И на вражьей земле мы врага разгромим. Книга 1: На сопках Маньчжурии (Шушаков) - страница 9

Зимой они опять не летали, повторяя, словно по спирали, то же самое, что делали зимой предыдущей. Но теперь изучали настоящий боевой истребитель. А еще учили, только на более глубоком уровне, аэродинамику, теорию воздушной стрельбы, метеорологию, тактику ВВС, историю ВКП(б) и многое, многое другое.

Изредка до него доходили вести из Воронежа… Колька Дьяконов переписывался с Аней. И, по крайней мере, с его стороны, это было серьезно. Алексей регулярно передавал ему приветы от Татьяны. Но Владимир только отшучивался…

Однажды он даже получил от нее письмо… Ничего особенного. Коротенькое письмецо с фотокарточкой. Окончила медучилище. Работает в больнице. Он едва узнал в этой взрослой девушке с красиво уложенной прической и серьезным взглядом, ту смешливую кареглазую девчонку с бантами в косичках, с которой когда-то ходил в кино. На письмо он отвечать не стал, но и выбросить его рука не поднялась. Так оно и лежало в тумбочке рядом с несколькими письмами от матери…

Наталью Серебровскую Владимир видел очень редко. Если на выходные выпадала летная погода, и назначались прыжки. Лишь тогда он мог незаметно полюбоваться ее озорной улыбкой и природной грацией.

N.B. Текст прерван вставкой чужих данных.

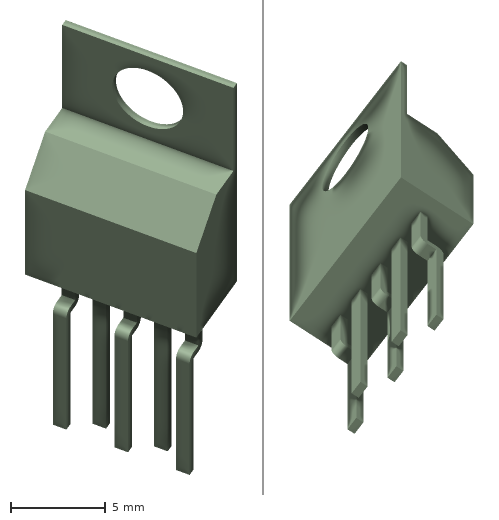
import cadquery as cq

total_height = 27.0
width = 10.2
housing_depth = 4.7
housing_bottom = 12.0
housing_top = 20.72
housing_chamfer = 2.32

tab_thickness = 0.4
hole_diameter = 4.21
hole_height = 23.82

lead_count = 5
lead_pitch = 1.85
lead_width = 0.8
lead_thickness = 0.45
lead_back_offset = 2.0
lead_step = 1.03
bend_top = 8.89

lead_back = -lead_back_offset
lead_front = lead_back - lead_thickness
bend_bottom = bend_top - lead_thickness


def make_housing():
    """Block with a sloped edge along its upper front."""
    return (
        cq.Workplane("XY", origin=(0, -housing_depth / 2, housing_bottom))
        .box(width, housing_depth, housing_top - housing_bottom, centered=(True, True, False))
        .faces("<Y")
        .edges(">Z")
        .chamfer(housing_chamfer)
    )


def make_tab():
    """Mounting plate standing on the housing, flush with its back, with a through hole."""
    plate = cq.Workplane("XY", origin=(0, -tab_thickness / 2, housing_top)).box(
        width, tab_thickness, total_height - housing_top, centered=(True, True, False)
    )
    hole = (
        cq.Workplane("XZ", origin=(0, 0, hole_height))
        .circle(hole_diameter / 2)
        .extrude(tab_thickness)
    )
    return plate.cut(hole)


def make_straight_lead(x):
    """Plain rectangular lead, centred on x, from the housing down to the tips."""
    return cq.Workplane("XY", origin=(x, (lead_back + lead_front) / 2, 0)).box(
        lead_width, lead_thickness, housing_bottom, centered=(True, True, False)
    )


def make_bent_lead(x):
    """Lead that steps forward; both bends have a sharp inside and a rounded outside."""
    lower_back = lead_back - lead_step
    lower_front = lead_front - lead_step
    return (
        cq.Workplane("YZ", origin=(x, 0, 0))
        .moveTo(lead_back, housing_bottom)
        .lineTo(lead_back, bend_top)
        .radiusArc((lead_front, bend_bottom), lead_thickness)
        .lineTo(lower_back, bend_bottom)
        .lineTo(lower_back, 0)
        .lineTo(lower_front, 0)
        .lineTo(lower_front, bend_bottom)
        .radiusArc((lower_back, bend_top), lead_thickness)
        .lineTo(lead_front, bend_top)
        .lineTo(lead_front, housing_bottom)
        .close()
        .extrude(lead_width / 2, both=True)
    )


housing = make_housing()
tab = make_tab()

leads = []
for i in range(lead_count):
    lead_x = (i - (lead_count - 1) / 2) * lead_pitch
    make_lead = make_bent_lead if i % 2 == 0 else make_straight_lead
    leads.append(make_lead(lead_x).val())

result = cq.Compound.makeCompound([housing.val(), tab.val(), *leads])

И, хотя голова у Владимира уже не кружилась, как полгода назад – каждый раз, когда он видел ладную фигурку и нежный профиль девушки, все полыхало у него внутри.

Но все же что-то неуловимо переменилось в нем за этот маленький отпуск. Повзрослел он, что ли? Но стихи сочинять не перестал:

Там,
На краю неба.
Там,
На краю моря.
Розовое с синим.
Это мое горе…
Розовое – губы.
Синее – стынь-очи.
Мне бы одну.
Ту бы.
С нею бы все ночи…

Иногда ему казалось, что Наталья обо всем уже давно догадалась и рада, что он помалкивает и не лезет к ней с признаниями, потому что он совершенно ей безразличен, и даже противен. И он ходил мрачный и отчаянно месил боксерскую грушу в спортзале.

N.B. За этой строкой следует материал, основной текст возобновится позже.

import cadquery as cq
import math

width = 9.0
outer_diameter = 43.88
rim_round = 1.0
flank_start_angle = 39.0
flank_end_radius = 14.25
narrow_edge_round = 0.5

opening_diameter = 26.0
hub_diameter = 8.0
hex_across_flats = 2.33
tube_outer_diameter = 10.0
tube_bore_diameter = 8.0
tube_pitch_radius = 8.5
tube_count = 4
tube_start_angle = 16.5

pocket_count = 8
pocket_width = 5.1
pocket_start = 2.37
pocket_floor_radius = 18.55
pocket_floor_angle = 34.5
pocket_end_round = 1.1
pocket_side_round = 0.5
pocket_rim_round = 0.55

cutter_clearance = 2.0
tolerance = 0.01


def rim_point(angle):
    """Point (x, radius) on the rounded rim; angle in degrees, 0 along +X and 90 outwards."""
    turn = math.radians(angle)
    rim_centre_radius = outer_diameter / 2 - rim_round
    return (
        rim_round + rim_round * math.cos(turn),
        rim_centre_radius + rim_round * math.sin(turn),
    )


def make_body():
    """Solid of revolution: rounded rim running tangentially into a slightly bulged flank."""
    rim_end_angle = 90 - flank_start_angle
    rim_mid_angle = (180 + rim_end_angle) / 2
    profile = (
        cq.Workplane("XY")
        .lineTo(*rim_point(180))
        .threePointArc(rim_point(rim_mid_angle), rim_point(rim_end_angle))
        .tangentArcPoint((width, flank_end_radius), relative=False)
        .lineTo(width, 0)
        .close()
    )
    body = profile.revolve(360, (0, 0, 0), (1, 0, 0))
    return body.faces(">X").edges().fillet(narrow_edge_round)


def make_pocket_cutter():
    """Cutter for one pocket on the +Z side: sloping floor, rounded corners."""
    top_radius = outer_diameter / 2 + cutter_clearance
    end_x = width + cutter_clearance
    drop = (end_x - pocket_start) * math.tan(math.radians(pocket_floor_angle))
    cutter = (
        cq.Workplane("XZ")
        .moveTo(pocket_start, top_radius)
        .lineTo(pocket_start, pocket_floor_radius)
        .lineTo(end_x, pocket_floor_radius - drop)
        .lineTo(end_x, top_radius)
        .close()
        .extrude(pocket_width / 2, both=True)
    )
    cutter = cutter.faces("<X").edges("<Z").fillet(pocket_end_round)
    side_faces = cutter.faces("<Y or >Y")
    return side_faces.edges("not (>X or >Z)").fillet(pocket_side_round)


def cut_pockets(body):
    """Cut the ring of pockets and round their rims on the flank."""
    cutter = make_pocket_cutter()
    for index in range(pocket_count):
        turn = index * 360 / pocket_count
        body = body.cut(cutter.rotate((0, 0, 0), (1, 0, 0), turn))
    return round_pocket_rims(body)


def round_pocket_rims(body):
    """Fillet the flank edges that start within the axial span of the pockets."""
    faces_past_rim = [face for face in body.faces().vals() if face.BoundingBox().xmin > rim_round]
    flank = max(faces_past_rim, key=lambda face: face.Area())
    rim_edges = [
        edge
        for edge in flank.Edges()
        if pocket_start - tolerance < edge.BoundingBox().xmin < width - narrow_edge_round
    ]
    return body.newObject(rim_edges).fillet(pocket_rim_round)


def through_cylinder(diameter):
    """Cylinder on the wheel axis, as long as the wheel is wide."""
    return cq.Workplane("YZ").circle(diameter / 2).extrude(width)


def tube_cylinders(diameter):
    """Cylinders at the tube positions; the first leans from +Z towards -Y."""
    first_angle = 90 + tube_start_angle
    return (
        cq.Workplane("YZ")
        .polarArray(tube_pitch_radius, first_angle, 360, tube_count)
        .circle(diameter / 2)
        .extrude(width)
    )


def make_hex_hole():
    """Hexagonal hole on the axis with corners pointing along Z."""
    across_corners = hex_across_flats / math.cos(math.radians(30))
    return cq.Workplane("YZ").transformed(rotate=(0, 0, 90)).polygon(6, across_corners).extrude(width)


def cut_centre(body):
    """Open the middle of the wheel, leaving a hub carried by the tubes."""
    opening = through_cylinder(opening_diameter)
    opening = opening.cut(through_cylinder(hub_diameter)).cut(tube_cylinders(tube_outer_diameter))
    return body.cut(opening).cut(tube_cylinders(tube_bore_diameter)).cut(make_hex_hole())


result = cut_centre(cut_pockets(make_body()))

Иногда ему казалось, что она просто издевается над ним, когда бездумно кокетничает со своими коллегами летчиками-инструкторами, и сходил с ума от ревности и месил эту грушу еще отчаянней.

Иногда он замечал ее пристальный взгляд. Ему вдруг начинало казаться, что она все понимает и жалеет его, и это злило Владимира еще сильнее. И он до посинения ворочал двухпудовые гири. Это помогало, но ненадолго. А потом, маясь от бессонницы, опять до утра сочинял глупые стихи о несчастной любви…

В конце апреля тридцать восьмого года учебная истребительная эскадрилья убыла в летние лагеря Выгода, что в сорока километрах от Одессы.

В лагерях скучать курсантам не приходилось. Владимир налетал за лето еще двадцать часов на спарке УТИ-4 и истребителе И-16, совершив еще почти полторы сотни посадок… Правда, летчик-инструктор у них был уже другой. Иосиф Хотелев в мае месяце попрощался со своими курсантами и уехал, как поговаривали, сражаться в Испанию. Вместе с ним уехало еще несколько опытных летчиков-инструкторов и командиров звеньев учебных эскадрилий. Но на их место сразу были назначены другие. И курсанты, по правде говоря, разницы практически не ощутили. Они шлифовали навыки простого и высшего пилотажа. Учились выходить из штопора, делать петли, перевороты и боевые развороты. Тренировались в ориентировке, отрабатывали элементы воздушного боя и стрельбы по наземным целям.